Transform into Escherichia coli
Thaw competent cells rapidly by immersing frozen tubes in a 37℃ water bath after remove from 70℃ refrigerator. Draw about 50uL of the competent cells in a clean tube and add 5uL recombined plasmid, throw on ice for about 30 min. then put them in 42℃ for 90 second, immediately turn on ice for 2min. add 900uL LB medium and incubate in a roller drum at 37℃ fro 1hours. Took 100ul LB medium contain ampicillin, upside down when dried, put in 37℃ incubator over night. Validation by agarose electrophoresis after the plasmid DNA was extracted from transforming Escherichia coli.
Sample preparation for SDS-PAGE
5mL of induced products was centrifuged with 10000rpm for 10 min under 4℃, collecting the cells.
Resuspend the precipitate with 2mL 0.5M Tris-HCl (pH 6.8), then centrifuged with 10000rpm for 5 min, repeat this step twice.
Resuspend the precipitate with 5mL buffer for ultrasonication under 200W, 1second, with 2 second interval, 30 cycles, total times with 6 min. then centrifuged with 12000rpm for 25 min, collected the supernatant and precipitation respectively.
Resuspend the precipitate with 80µL ddw, add 20µL 5×loading buffer and 5µL DTT, mixed thoroughly. Prepare another tube with the supernatant with the same procedure. Then boiling in 100℃ for 6min for SDS-PAGE detection.
Procedure of PAGE
Preparation of the separation and concentration gels
AP and TEMED should be the last to added. When it was added, mixed thoroughly immediately, and after the gel polymerization, pull out the comb and wash the sample hole with double distilled water.
1)Load 5μL samples, Start electrophoresis under 80V until the bromophenol blue moving into separation gel, then increase the voltage to 100V.
2)After electrophoresis, strip the gel and immerge in the fixed solution until the bromophenol blue change to faint yellow; replace the fixed solution with staining solution, then dyeing and decolorizing for 4 hours.

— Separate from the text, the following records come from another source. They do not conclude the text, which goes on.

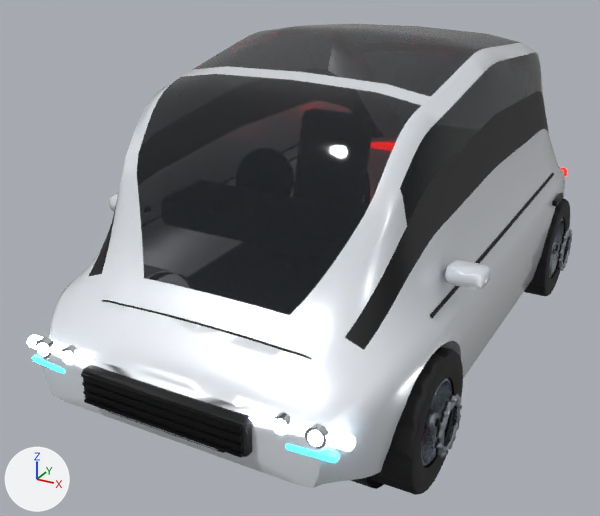
The glTF model godot-world-fracture/models/fleet/city-pod.glb as it was, and as the next commit left it.
Before and after are seen from a 50 mm lens placed at (1.74, -3.77, 2.26), pointed at (-0.19, -0.26, 0.51). Lighting does not change. The marker at lower left points along +X, +Y and +Z. The first picture is the older version. Where no turn or scale is listed for an object, it has been applied to the vertices. Vertices at exactly the same position are counted once.

Names of what the first picture shows: 'Body', 'WheelFR', 'WheelRR'.
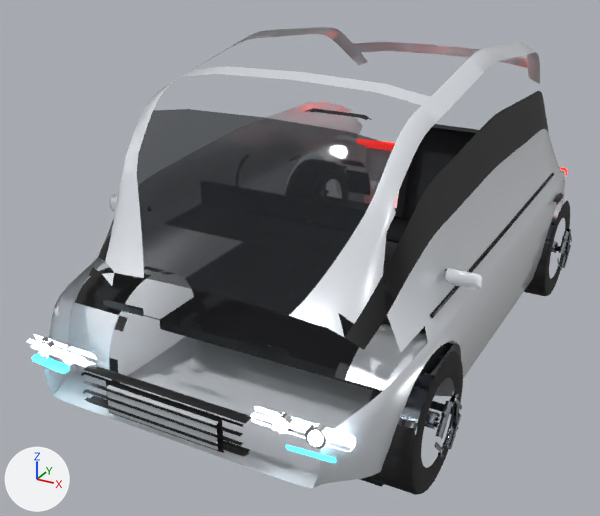
What differs and where, as boxes [x1, y1, x2, y2] in the pictures (600 x 516 px):
'Body', reshaped: before [26, 24, 567, 489]; after [27, 27, 567, 488]
'WheelFR', reshaped: before [369, 347, 463, 495]; after [369, 352, 463, 495]
'WheelRR', reshaped: before [524, 198, 572, 296]; after [524, 200, 572, 296]
part 1 of me_body, cut back: before [26, 24, 566, 489]; after [32, 205, 557, 463]
part 2 of me_tyre_001, deleted: before [435, 420, 445, 455]
part 3 of me_tyre_001, deleted: before [398, 347, 461, 468]
part 4 of me_tyre_003, deleted: before [557, 243, 565, 268]
part 5 of me_tyre_003, deleted: before [545, 198, 572, 278]

What the commit changed:
me_body is used by ob_body; location (0.0, 0.0, 0.0).
me_body had 4854 vertices, 9142 faces and spanned x -0.95..0.95, y -1.72..1.7, z -0.03..1.65.
me_body now has 3347 vertices, 4568 faces and spans x -0.95..0.94, y -1.72..1.7, z -0.03..1.6.
me_body part 1: 40 vertices moved within x -0.87..0.87, y -1.67..1.7, z 0.46..0.76; 1507 vertices removed from x -0.92..0.95, y -1.72..1.7, z -0.03..1.65.
me_tyre_001 is used by ob_wheelfr; location (0.77, -1.03, 0.3).
me_tyre_001 had 2868 vertices, 5282 faces and spanned x -0.11..0.158, y -0.298..0.298, z -0.3..0.3.
me_tyre_001 now has 1555 vertices, 2207 faces and spans x -0.11..0.158, y -0.298..0.292, z -0.3..0.3.
me_tyre_001 part 2: the loose piece of 126 vertices spanning x 0.132..0.158, y -0.109..-0.085, z -0.076..0.076 is deleted.
me_tyre_001 part 3: 1187 vertices removed from x -0.102..0.158, y -0.261..0.298, z -0.3..0.3.
me_tyre_003 is used by ob_wheelrr; location (0.77, 1.03, 0.3).
me_tyre_003 had 2868 vertices, 5282 faces and spanned x -0.11..0.158, y -0.298..0.298, z -0.3..0.3.
me_tyre_003 now has 1555 vertices, 2207 faces and spans x -0.11..0.158, y -0.298..0.292, z -0.3..0.3.
me_tyre_003 part 4: the loose piece of 126 vertices spanning x 0.132..0.158, y -0.109..-0.085, z -0.076..0.076 is deleted.
me_tyre_003 part 5: 1187 vertices removed from x -0.102..0.158, y -0.261..0.298, z -0.3..0.3.

3)Removing the staining solution, following another decolonization step, it could be watch and took photo after the band of protein was complete clear. The gel could be stored in distilled water.
Western Blotting
Apparatus: Apparatus of SDS-PAGE, Electroblotting Apparatus, Power supply, PVDF membrane(Millipore Immobion-P #IPVH 000 10), Whatman 3MM paper, Additional Tools: Forceps, sponge pad, scissor, gloves, small plastic or glass container, Shallow tray.

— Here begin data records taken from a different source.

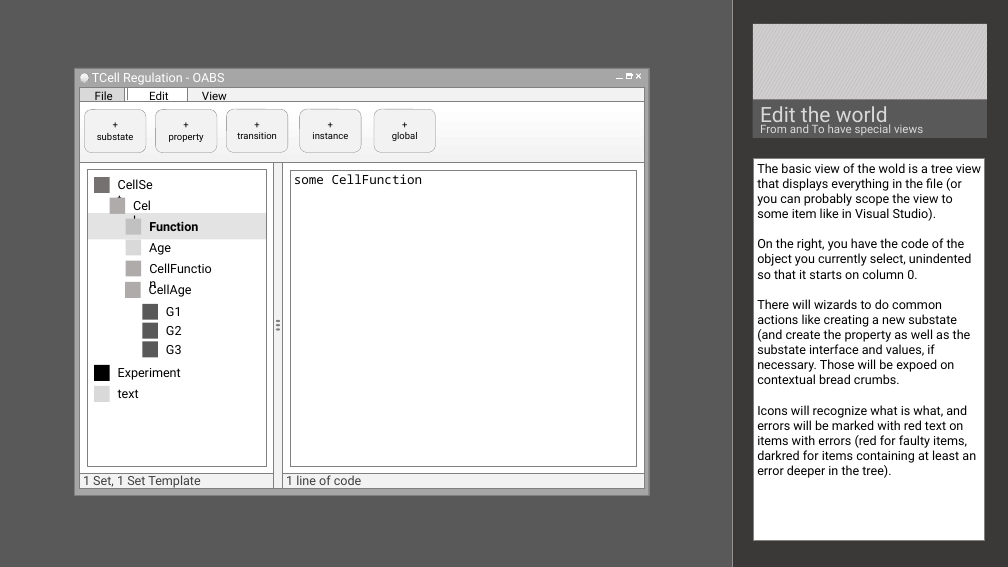
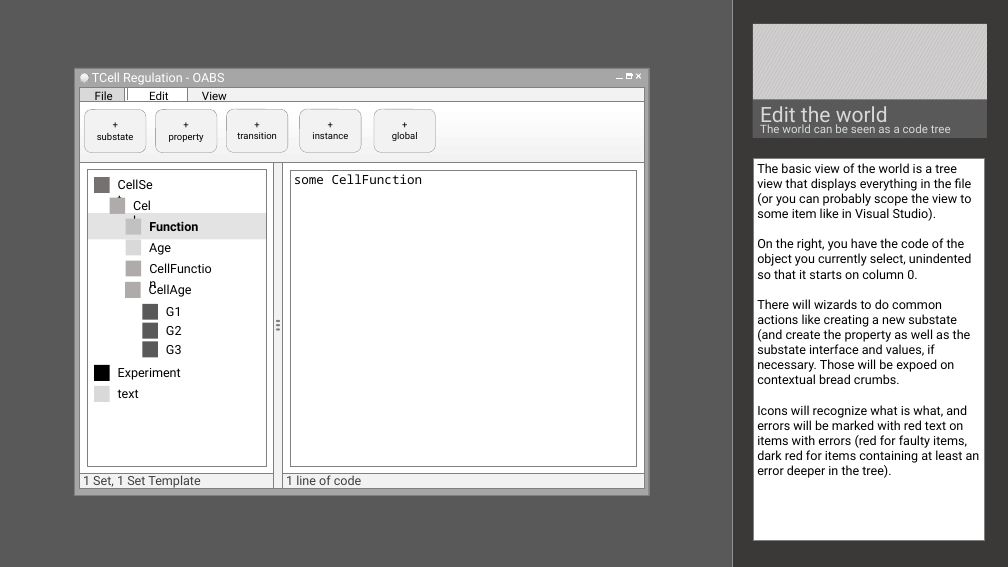
Before and after one commit to FremyCompany/OABS, a slide deck: slide 10 of UserInterface.pptx (slide 1 before the commit). Drawn at 1008x567 pixels with LibreOffice and Linux fonts; fonts in the diff are those of the drawing. Boxes give left, top, right and bottom in pixels: in the first picture for what was removed or moved away, otherwise in the second. Text is boxed around its words. In the diff, an @@ line names an element or a change of style, - is before the commit and + after.

```diff
--- a/UserInterface.pptx
+++ b/UserInterface.pptx
@@ text at box(760, 124, 951, 133): text changed @@
-From and To have special views
+The world can be seen as a code tree
@@ text in rectangle at box(757, 163, 972, 221): text changed @@
-The basic view of the wold is a tree view that displays everything in the file (or you can probably scope the view to some item like in Visual Studio).
+The basic view of the world is a tree view that displays everything in the file (or you can probably scope the view to some item like in Visual Studio).
@@ text in rectangle at box(757, 405, 980, 478): spaces changed @@
-Icons will recognize what is what, and errors will be marked with red text on items with errors (red for faulty items, darkred for items containing at least an error deeper in the tree).
+Icons will recognize what is what, and errors will be marked with red text on items with errors (red for faulty items, dark red for items containing at least an error deeper in the tree).
```
Also in this commit, not shown: 1 other slide changed, 7 slides added.

Cell extracts were prepared by homogenizing cells or tissues in the lysis buffer (50 mM Tris–HCl, pH 7.5, 5 mM EDTA, 150 mM NaCl, 0.5% NP-40) for 45 min. The soluble protein concentration was measured using Bio-Rad Protein Assay (Bio-Rad). The lysates (50 lg) were separated by 12% sodium dodecyl sulfate (SDS)-polyacrylamide gel (SDS–PAGE) and transferred to PVDF membranes for immunoblotting assay. The membrane was blocked in 5% fat-free dry milk, and probed with antibodies against the interest proteins. The blots were visualized using the enhanced ECL reagent. The levels of protein expression were semi-quantified by optical densitometry using Image J software.